The AI Boom vs. the Dot-Com Bubble: Have We Seen This Movie Before?

Key Points

  • The parallels between the AI narrative driving the current market and the dot-com bubble of a quarter century ago raise important concerns for investors.
  • The key to navigating any market narrative is less about adopting a strategy and more about developing an investment philosophy.
  • Market narratives fuel bubbles and crashes. Simplistic cap-weighted and naïve-value approaches may not be the best ways to capture the opportunities or mitigate the asymmetric risks these narratives present.
  • The Research Affiliates Fundamental Index (RAFl) weights companies based on their real economic impact, creating a balanced portfolio that avoids the extremes of its conventional value- and capitalization-weighted counterparts.

The future belongs to artificial intelligence (AI) and the companies leading the AI revolution. So goes today’s popular investment narrative, and in 2023 and 2024 at least, the stock market followed along with it. The Magnificent Seven—Alphabet, Amazon, Apple, Meta, Microsoft, NVIDIA, and Tesla—soared to incredible heights, while the relative valuation multiples of small-cap and value stocks plumbed depths not seen since the 2020 pandemic panic or the 2000 dot-com bust.

But thus far in 2025, these tech giants haven’t been so magnificent. Some have stagnated or even declined, calling the ascendant storyline into question. Is the market’s AI fever all it’s cracked up to be? Is this time really different? Maybe. And maybe John Wick 5 will end with Keanu Reeves’s titular character laying down his arms, embracing pacifism, and dying an ignominious death. In other words, maybe, but probably not.

For long-horizon investors, the current market calls for caution. Narrative-driven markets can always create asymmetric risks, and while history tends to rhyme rather than repeat, the similarities between the turn-of-the-millennium dot-com bubble and today’s AI exuberance are too obvious to ignore.

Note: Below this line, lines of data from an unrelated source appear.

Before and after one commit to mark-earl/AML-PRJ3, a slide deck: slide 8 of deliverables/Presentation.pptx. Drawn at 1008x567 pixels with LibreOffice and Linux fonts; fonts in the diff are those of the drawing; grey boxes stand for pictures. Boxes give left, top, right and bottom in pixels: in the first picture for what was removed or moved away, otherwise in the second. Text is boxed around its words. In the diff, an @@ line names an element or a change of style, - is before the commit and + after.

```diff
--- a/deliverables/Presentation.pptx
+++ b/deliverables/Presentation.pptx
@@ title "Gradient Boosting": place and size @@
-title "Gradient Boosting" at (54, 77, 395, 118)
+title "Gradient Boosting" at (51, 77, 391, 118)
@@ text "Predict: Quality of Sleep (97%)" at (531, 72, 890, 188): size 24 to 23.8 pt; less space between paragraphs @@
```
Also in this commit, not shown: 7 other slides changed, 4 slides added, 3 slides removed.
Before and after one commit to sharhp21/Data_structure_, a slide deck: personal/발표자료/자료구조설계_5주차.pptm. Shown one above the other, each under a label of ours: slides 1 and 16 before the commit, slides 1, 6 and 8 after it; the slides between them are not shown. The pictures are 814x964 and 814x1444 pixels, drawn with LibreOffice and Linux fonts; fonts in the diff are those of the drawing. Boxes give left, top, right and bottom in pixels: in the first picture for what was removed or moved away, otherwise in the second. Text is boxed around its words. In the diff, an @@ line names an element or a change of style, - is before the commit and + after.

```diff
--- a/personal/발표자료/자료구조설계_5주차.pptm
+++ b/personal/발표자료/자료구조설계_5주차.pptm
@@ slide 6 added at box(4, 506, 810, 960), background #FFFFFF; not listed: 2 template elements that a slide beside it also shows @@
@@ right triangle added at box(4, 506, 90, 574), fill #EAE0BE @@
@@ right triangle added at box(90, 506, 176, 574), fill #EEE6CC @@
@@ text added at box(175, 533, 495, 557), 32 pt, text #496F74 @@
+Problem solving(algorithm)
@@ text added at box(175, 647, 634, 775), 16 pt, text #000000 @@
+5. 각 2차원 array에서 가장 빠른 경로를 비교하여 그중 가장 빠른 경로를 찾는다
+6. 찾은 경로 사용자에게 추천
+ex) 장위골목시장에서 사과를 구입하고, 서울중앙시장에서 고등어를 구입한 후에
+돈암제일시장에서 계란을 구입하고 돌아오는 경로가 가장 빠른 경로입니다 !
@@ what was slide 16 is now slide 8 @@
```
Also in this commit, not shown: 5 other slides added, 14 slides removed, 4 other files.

But that doesn’t mean investors have a simple binary choice. A conventional cap-weighted portfolio or its antithesis, a value strategy that shuns the popular AI narrative entirely, would each impose unnecessary limits. Either approach could underperform—either during the initial boom or after the hype fades and the proverbial bubble bursts.

Instead, investors should weight their allocations based on a company’s actual economic footprint through a fundamental index. The Research Affiliates Fundamental Index (RAFI), for example, is grounded in economic reality as reflected in company fundamentals. It offers a robust framework to help portfolios navigate the market’s inevitable ups and downs and also captures a powerful rebalancing alpha by reducing or augmenting its allocations when a stock’s price meaningfully departs from its underlying fundamentals.